Collecting metadata from Wikimedia Commons - Commons-l

19 Aug 2011

Hi all,
I write to you on behalf of the public domain working grouf of the
Open Knowledge Foundation. We are currently developing an automated
system to identify the legal status of different types of works (i.e.
to determine whether or not they are in public domain). In order to do
this, we need to gather the necessary metadata to determine the legal
status of these works. This includes information such as title,
author, date of publication, etc.
You can find more information about the project on our site
http://publicdomain.okfn.org/calculators.
A preliminary implementation of the project can be seen at
www.publicdomainworks.net (site still under development).
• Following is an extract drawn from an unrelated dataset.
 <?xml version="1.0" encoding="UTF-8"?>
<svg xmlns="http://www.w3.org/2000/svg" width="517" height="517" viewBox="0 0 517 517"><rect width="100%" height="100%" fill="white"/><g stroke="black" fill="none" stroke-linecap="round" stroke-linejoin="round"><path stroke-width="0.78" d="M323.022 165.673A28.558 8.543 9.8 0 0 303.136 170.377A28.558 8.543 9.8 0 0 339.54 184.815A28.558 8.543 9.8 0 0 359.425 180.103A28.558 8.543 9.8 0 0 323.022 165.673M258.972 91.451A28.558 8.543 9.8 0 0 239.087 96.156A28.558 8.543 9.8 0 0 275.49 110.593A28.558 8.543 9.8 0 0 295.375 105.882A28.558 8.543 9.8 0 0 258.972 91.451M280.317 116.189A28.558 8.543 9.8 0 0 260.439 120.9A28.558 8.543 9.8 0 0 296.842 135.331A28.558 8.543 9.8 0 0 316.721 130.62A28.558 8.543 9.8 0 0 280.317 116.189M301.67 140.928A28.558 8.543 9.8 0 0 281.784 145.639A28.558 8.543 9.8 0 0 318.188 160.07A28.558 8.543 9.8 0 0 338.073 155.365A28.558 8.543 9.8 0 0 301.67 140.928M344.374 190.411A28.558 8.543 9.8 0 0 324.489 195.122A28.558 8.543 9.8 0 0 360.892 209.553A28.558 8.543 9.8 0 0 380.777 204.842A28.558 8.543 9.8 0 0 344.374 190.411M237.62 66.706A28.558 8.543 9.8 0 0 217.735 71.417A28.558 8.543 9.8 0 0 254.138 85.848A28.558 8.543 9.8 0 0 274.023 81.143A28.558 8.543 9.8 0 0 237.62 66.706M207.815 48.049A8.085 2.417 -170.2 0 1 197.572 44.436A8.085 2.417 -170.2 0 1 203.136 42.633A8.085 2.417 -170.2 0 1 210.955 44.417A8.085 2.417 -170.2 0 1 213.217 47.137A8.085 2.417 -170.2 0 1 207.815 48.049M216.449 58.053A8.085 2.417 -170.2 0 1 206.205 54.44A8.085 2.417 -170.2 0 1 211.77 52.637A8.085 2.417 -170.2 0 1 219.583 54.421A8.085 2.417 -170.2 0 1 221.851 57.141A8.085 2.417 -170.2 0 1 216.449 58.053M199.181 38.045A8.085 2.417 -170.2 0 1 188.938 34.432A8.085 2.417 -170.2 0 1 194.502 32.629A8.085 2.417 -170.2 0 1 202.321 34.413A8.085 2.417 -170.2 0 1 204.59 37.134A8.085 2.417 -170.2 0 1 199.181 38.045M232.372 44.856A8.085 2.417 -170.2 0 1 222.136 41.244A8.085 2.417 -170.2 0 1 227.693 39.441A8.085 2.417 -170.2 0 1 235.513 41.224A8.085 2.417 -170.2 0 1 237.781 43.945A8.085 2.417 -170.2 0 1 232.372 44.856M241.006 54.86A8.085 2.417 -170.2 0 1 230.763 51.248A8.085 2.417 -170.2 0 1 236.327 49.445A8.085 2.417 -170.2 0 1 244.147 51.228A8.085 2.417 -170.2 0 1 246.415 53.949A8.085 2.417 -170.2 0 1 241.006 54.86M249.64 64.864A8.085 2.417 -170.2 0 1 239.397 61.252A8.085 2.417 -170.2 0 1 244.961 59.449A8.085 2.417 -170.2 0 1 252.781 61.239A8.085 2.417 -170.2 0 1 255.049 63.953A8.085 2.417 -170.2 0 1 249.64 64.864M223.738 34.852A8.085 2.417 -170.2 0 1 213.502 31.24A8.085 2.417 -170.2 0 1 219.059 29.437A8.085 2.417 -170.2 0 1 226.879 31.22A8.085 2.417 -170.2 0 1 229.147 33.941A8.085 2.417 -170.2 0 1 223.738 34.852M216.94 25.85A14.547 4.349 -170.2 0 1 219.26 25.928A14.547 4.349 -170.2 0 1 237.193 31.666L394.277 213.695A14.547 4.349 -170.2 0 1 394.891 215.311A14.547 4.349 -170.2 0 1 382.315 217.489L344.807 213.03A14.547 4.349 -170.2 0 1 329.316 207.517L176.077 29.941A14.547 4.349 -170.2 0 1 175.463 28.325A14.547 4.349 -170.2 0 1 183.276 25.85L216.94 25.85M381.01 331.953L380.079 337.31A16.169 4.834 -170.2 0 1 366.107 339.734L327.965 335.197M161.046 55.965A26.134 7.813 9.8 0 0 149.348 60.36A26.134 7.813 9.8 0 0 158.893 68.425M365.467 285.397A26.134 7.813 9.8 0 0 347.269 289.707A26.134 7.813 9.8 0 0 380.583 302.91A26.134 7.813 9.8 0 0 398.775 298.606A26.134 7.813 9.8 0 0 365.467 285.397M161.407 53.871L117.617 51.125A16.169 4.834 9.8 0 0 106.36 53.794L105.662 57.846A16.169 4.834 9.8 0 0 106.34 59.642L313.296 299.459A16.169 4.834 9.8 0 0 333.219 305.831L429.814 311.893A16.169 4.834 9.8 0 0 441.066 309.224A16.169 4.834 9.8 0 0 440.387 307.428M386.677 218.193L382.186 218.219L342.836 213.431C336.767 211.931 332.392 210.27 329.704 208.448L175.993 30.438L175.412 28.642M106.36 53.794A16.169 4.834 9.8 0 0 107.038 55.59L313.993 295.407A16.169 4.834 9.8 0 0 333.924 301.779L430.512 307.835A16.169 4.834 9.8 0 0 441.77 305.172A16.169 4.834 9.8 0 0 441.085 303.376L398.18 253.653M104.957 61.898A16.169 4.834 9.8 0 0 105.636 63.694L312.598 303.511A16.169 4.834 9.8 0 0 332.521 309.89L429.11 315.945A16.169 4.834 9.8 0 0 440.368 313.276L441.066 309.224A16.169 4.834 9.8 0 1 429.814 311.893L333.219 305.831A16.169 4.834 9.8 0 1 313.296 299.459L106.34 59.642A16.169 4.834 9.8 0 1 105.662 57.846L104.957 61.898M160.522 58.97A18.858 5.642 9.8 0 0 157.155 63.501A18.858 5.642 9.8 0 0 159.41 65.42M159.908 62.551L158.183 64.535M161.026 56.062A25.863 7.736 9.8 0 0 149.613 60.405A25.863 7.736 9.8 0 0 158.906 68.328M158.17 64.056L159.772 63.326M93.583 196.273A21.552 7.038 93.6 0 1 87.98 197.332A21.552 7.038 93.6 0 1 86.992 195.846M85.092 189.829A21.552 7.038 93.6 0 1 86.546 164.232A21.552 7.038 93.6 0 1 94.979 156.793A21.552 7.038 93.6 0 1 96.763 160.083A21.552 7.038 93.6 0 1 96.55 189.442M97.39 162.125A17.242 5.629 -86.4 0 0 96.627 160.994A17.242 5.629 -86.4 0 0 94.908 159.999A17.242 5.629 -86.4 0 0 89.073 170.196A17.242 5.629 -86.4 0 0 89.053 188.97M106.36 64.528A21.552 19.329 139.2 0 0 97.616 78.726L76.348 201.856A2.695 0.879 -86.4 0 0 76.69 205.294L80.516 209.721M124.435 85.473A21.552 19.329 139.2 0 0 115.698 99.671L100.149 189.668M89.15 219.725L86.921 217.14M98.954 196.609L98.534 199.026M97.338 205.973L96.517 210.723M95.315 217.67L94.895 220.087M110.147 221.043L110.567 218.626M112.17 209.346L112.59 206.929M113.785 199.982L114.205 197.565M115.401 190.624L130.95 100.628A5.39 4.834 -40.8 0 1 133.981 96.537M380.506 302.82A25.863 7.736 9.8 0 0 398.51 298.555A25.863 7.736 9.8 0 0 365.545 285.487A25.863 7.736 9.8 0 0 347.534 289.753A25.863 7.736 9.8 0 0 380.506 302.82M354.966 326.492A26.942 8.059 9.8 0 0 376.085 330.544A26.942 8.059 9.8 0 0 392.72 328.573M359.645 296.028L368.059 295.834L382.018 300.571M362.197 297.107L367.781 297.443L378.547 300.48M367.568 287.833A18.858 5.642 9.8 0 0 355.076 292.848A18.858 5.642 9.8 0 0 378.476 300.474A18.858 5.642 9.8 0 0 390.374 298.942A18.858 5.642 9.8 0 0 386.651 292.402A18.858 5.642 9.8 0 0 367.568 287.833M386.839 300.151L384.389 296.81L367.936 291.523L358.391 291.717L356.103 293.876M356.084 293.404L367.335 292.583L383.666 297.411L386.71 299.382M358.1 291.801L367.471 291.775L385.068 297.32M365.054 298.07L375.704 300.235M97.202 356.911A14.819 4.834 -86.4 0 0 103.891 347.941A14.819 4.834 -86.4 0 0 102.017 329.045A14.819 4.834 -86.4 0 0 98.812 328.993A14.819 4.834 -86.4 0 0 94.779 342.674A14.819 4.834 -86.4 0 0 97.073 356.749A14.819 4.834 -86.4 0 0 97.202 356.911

Incorporating the metadata from the Wikimedia Commons archive into our
database would be extremely useful both for us, since it would greatly
increase the quality of our results.
eg. in the case of
http://commons.wikimedia.org/wiki/File:Cyphoma_signatum_(Fingerprint_Cowry_…
- we would like to retrieve the information from the Summary section

If I understood correctly, the metadata regarding the works of the
archive is primarily text/html based.
Hence, I would like to know (a) whether there exists a database where
this metadata can be retrieved, or alternatively (b) whether would you
be interested in switching to a more structured database contained all
the relevant metadata about those works?
Looking forward to your answer,
Primavera